- Conference: Barrengarry Conference
- Leagues: New South Wales Waratah League Southern Junior Leagues
- Founded: 1968
- History: Shoalhaven Tigers 1968-present
- Arena: The Jungle Shoalhaven Indoor Sports Stadium
- Location: Bomaderry, New South Wales
- Team colors: Black and Orange
- Main sponsor: Ford
- Championships: Men: Div. 1 - 1988, 1989, 1990 Women: Div. 2 1988 Div. 1: 2002, 2003, 2007
- Website: shoalhavenbasketball.com.au

= Shoalhaven Tigers =

The Shoalhaven Tigers are a local basketball association on the New South Wales south coast. Players participate in thriving domestic competitions from U10 to seniors across the week, and Tigers Academy skill development sessions.

Younger players learn skills while having fun in the Tiger Cubs and Aussie Hoops programs. Our coaches lead sessions for local schools through Sporting Schools grants. Programs and clinics for programs including 'I am a Girl', Walking Basketball, and Assist All Hoops make basketball available to everyone!

Representative teams from U12 to Seniors compete in the NSW Waratah Senior League, Southern Junior League, John Martin Country Tournament, and Barrengarry Conference.

The Association regularly has players selected for BNSW high-performance programs including: U12 Jamboree, TAP, D-League, and the Heroes Challenge events.

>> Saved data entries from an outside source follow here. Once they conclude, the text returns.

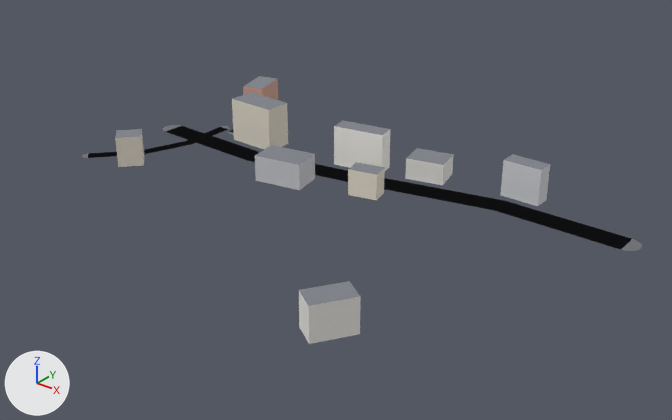
An edit to the glTF model apps/client/public/cities/moscow_synth/tiles/1_0.glb, drawn before and after from the same camera.
One viewpoint serves both versions: a camera (50 mm lens) standing at (740.0, -500.0, 239.0) and looking at (425.0, -106.0, -5.0). Every picture has the same lights, and +X, +Y and +Z are marked at lower left. The first picture is the older version. Vertices at exactly the same position are counted once.
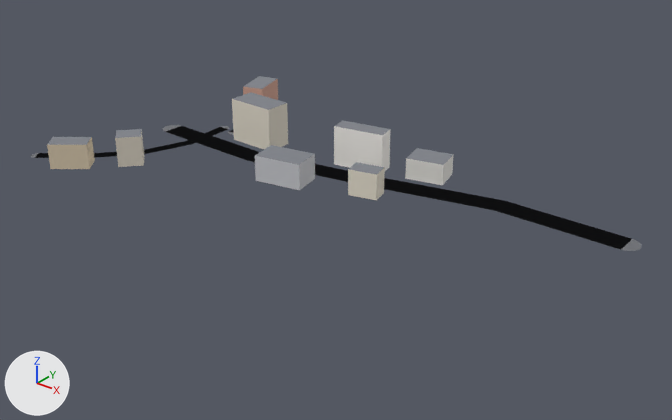
The newer file is also turned or shifted as a whole; pictures and numbers use the older file's frame.

What differs and where, as boxes [x1, y1, x2, y2] in the pictures (672 x 420 px; the box of a moved part takes in the faces that stretch with it):
'Mesh_0', reshaped (9% wider, 35% shorter): before [82, 76, 642, 344]; after [31, 76, 642, 251]
part 1 of me_mesh_0, moved or reshaped: before [82, 153, 89, 158]; after [31, 153, 38, 158]
part 2 of me_mesh_0, added (beige): after [47, 137, 95, 169]
part 3 of me_mesh_0, deleted: before [299, 281, 361, 344]
part 4 of me_mesh_0, deleted: before [501, 154, 550, 206]
part 5 of me_mesh_0, built on: before [88, 152, 117, 158]; after [35, 152, 117, 158]

The change in detail:
me_mesh_0 is used by ob_mesh_0; location (0.0, 0.0, 0.0).
Verts and faces of me_mesh_0; kept vertices keep their numbers, new ones are numbered from 160.
Before the commit, vertices of me_mesh_0: 36 (277.0, -129.0, 0.0), 37 (270.0, -125.0, 0.0), 38 (253.0, -155.0, 0.0) at pixel (87, 157), 39 (247.0, -150.0, 0.0) at pixel (88, 153).
me_mesh_0 had 160 vertices, 166 faces and spanned x 246.0..591.0, y -231.0..12.0, z 0.0..30.0.
me_mesh_0 now has 154 vertices, 158 faces and spans x 219.0..591.0, y -182.0..12.0, z 0.0..30.0.
me_mesh_0 part 1: the loose piece of 11 vertices spanning x 246.0..254.0, y -156.0..-149.0, z 0.0 is moved by (-27.0, -21.0, 0.0).
me_mesh_0 part 2: the loose piece of 8 vertices spanning x 258.0..281.0, y -19.0..12.0, z 0.0..17.0 is copied, and the copy is turned -68.9 degrees about the z axis through its middle and scaled by 0.924, then moved by (-14.0, -165.0, 0.0); it spans x 241.0..269.0, y -182.0..-156.0, z 0.0..17.0.
me_mesh_0 part 3: the loose piece of 8 vertices spanning x 497.0..522.0, y -231.0..-202.0, z 0.0..20.0 is deleted.
me_mesh_0 part 4: the loose piece of 8 vertices spanning x 497.0..522.0, y -36.0..-25.0, z 0.0..23.0 is deleted.
Part 5, on me_mesh_0:
Vertices deleted: 38 (with the faces that use them).
New vertex 160 is at (253.0, -156.0, 0.0).
New vertex 161 is at (225.0, -177.0, 0.0), pixel (34, 157).
New vertex 162 is at (220.0, -171.0, 0.0), pixel (38, 153).
New faces: (36, 160, 37), (37, 160, 39), (39, 160, 161), (39, 161, 162) (mat_road).

Over the years, the Tigers have produced players who have gone on to the NCAA, Euro League, NBL1, NBL and WNBL. Some of these players have also represented Australia at various junior levels and higher.

==History==
Our story began in 1968 as the Shoalhaven Amateur Basketball Association (SABA). In 1989, SABA was incorporated under the Associations Incorporation Act to become Shoalhaven Basketball Association (SBA).

The Tigers Den, as it became known, had one court until 1972 when SBA expanded the facility by adding the Championship Court (Court 1), plus an office, canteen, and sauna. The existing court was renamed Court 2. Soon after, the Championship Court was named the Alan Oke Court, in honour of one of SBA’s founding members.

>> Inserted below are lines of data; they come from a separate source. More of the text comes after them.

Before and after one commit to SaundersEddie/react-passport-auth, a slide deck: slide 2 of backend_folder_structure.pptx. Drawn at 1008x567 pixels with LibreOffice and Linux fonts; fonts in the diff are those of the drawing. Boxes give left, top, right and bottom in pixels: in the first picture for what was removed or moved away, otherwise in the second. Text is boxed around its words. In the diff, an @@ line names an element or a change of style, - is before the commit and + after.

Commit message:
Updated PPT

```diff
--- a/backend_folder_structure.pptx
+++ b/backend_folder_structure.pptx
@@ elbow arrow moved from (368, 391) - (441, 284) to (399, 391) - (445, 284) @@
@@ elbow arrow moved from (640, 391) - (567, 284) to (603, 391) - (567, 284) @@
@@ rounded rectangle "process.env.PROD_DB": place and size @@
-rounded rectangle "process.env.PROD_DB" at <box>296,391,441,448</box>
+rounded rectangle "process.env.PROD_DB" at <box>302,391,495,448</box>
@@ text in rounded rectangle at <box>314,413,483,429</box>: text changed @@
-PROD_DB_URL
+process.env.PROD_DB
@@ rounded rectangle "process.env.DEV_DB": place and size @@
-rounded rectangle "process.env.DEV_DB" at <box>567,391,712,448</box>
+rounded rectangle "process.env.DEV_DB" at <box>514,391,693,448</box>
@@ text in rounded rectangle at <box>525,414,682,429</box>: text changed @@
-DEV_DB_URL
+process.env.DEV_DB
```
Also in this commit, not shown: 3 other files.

SBA conducted a range of basketball and non-basketball activities from the Tigers Den, from concerts and cabarets to National Championships and the iconic Easter carnival.

In October 2019, SBA relocated to the new four-court multipurpose Shoalhaven Indoor Sports Centre (SISC) which has come to be known as The Jungle. As a major tenant, SBA has a dedicated office space and maintains a strong working relationship with SISC. The show court in SISC is named after John Martin in recognition of his contribution to basketball at the local, state, and International level.